[DATA TO EXAMINE]:
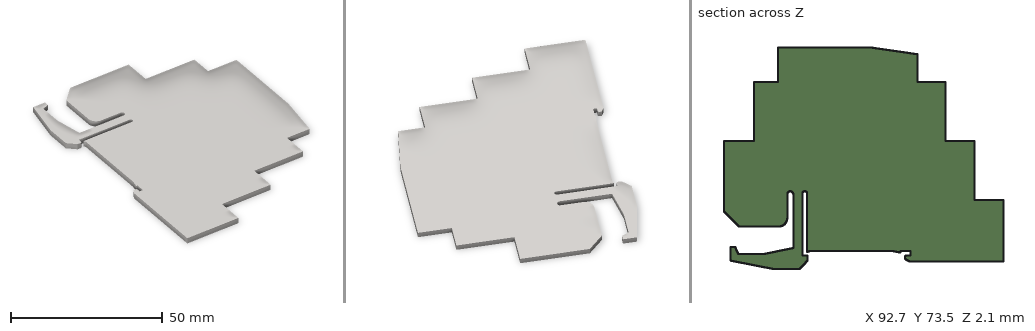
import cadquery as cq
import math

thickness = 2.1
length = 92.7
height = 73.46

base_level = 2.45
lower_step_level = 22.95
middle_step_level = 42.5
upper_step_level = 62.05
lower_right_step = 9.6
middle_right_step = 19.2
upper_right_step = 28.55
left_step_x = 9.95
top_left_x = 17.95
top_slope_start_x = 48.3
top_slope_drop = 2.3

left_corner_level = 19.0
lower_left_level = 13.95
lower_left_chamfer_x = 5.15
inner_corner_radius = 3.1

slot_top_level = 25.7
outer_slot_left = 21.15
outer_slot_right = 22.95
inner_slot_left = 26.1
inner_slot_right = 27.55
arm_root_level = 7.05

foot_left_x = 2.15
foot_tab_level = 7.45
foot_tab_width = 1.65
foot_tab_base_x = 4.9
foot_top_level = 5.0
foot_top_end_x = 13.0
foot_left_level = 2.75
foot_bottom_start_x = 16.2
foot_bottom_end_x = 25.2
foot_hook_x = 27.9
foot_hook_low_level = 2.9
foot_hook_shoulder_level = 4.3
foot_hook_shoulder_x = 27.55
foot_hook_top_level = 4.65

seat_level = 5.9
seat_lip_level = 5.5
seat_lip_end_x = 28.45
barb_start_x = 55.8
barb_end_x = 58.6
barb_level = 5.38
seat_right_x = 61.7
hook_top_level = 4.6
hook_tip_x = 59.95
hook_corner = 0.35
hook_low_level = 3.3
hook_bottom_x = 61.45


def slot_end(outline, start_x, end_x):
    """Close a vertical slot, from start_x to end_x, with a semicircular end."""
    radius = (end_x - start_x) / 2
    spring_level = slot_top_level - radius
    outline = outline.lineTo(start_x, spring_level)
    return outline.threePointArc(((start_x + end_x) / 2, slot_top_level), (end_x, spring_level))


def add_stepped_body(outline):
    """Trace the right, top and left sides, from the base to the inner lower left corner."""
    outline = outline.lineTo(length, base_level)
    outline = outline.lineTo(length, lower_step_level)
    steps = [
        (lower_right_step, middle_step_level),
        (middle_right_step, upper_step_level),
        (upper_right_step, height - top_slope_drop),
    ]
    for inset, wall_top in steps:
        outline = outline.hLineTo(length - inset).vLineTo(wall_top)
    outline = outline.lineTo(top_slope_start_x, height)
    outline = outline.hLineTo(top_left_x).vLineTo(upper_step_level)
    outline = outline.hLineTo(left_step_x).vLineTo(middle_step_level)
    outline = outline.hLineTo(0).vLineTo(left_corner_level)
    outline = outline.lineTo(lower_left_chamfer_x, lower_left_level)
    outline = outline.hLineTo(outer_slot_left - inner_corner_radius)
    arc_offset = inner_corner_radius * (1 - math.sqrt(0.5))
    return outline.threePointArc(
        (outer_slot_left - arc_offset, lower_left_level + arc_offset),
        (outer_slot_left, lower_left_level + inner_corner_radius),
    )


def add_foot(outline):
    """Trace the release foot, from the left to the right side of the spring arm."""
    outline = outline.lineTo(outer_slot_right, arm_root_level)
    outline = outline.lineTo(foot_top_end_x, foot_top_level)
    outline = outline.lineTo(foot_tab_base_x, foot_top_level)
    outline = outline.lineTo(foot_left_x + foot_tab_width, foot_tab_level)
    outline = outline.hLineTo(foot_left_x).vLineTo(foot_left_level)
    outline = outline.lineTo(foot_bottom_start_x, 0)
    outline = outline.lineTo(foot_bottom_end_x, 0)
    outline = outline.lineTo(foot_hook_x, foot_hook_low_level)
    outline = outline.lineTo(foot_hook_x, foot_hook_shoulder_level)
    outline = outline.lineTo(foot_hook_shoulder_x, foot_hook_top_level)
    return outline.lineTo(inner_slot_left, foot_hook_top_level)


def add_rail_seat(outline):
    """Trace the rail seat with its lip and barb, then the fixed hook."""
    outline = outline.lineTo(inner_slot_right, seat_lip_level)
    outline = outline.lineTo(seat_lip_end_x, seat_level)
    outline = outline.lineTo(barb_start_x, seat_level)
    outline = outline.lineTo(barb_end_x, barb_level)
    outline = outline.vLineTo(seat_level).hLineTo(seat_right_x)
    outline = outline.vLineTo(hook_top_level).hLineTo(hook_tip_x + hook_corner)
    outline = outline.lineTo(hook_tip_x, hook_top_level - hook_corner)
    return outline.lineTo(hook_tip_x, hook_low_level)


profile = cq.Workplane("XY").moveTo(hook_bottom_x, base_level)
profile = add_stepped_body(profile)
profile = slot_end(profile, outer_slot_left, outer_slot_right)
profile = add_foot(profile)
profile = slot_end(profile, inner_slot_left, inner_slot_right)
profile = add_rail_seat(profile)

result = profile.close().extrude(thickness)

[EXERCISE DETAILS]:
Above are the records; from them, give again exactly the lines from the one containing "lower_right_step = 9.6" to the one containing "foot_hook_shoulder_level = 4.3", both lines included, and nothing more.

[RESPONSE AREA]:
lower_right_step = 9.6
middle_right_step = 19.2
upper_right_step = 28.55
left_step_x = 9.95
top_left_x = 17.95
top_slope_start_x = 48.3
top_slope_drop = 2.3

left_corner_level = 19.0
lower_left_level = 13.95
lower_left_chamfer_x = 5.15
inner_corner_radius = 3.1

slot_top_level = 25.7
outer_slot_left = 21.15
outer_slot_right = 22.95
inner_slot_left = 26.1
inner_slot_right = 27.55
arm_root_level = 7.05

foot_left_x = 2.15
foot_tab_level = 7.45
foot_tab_width = 1.65
foot_tab_base_x = 4.9
foot_top_level = 5.0
foot_top_end_x = 13.0
foot_left_level = 2.75
foot_bottom_start_x = 16.2
foot_bottom_end_x = 25.2
foot_hook_x = 27.9
foot_hook_low_level = 2.9
foot_hook_shoulder_level = 4.3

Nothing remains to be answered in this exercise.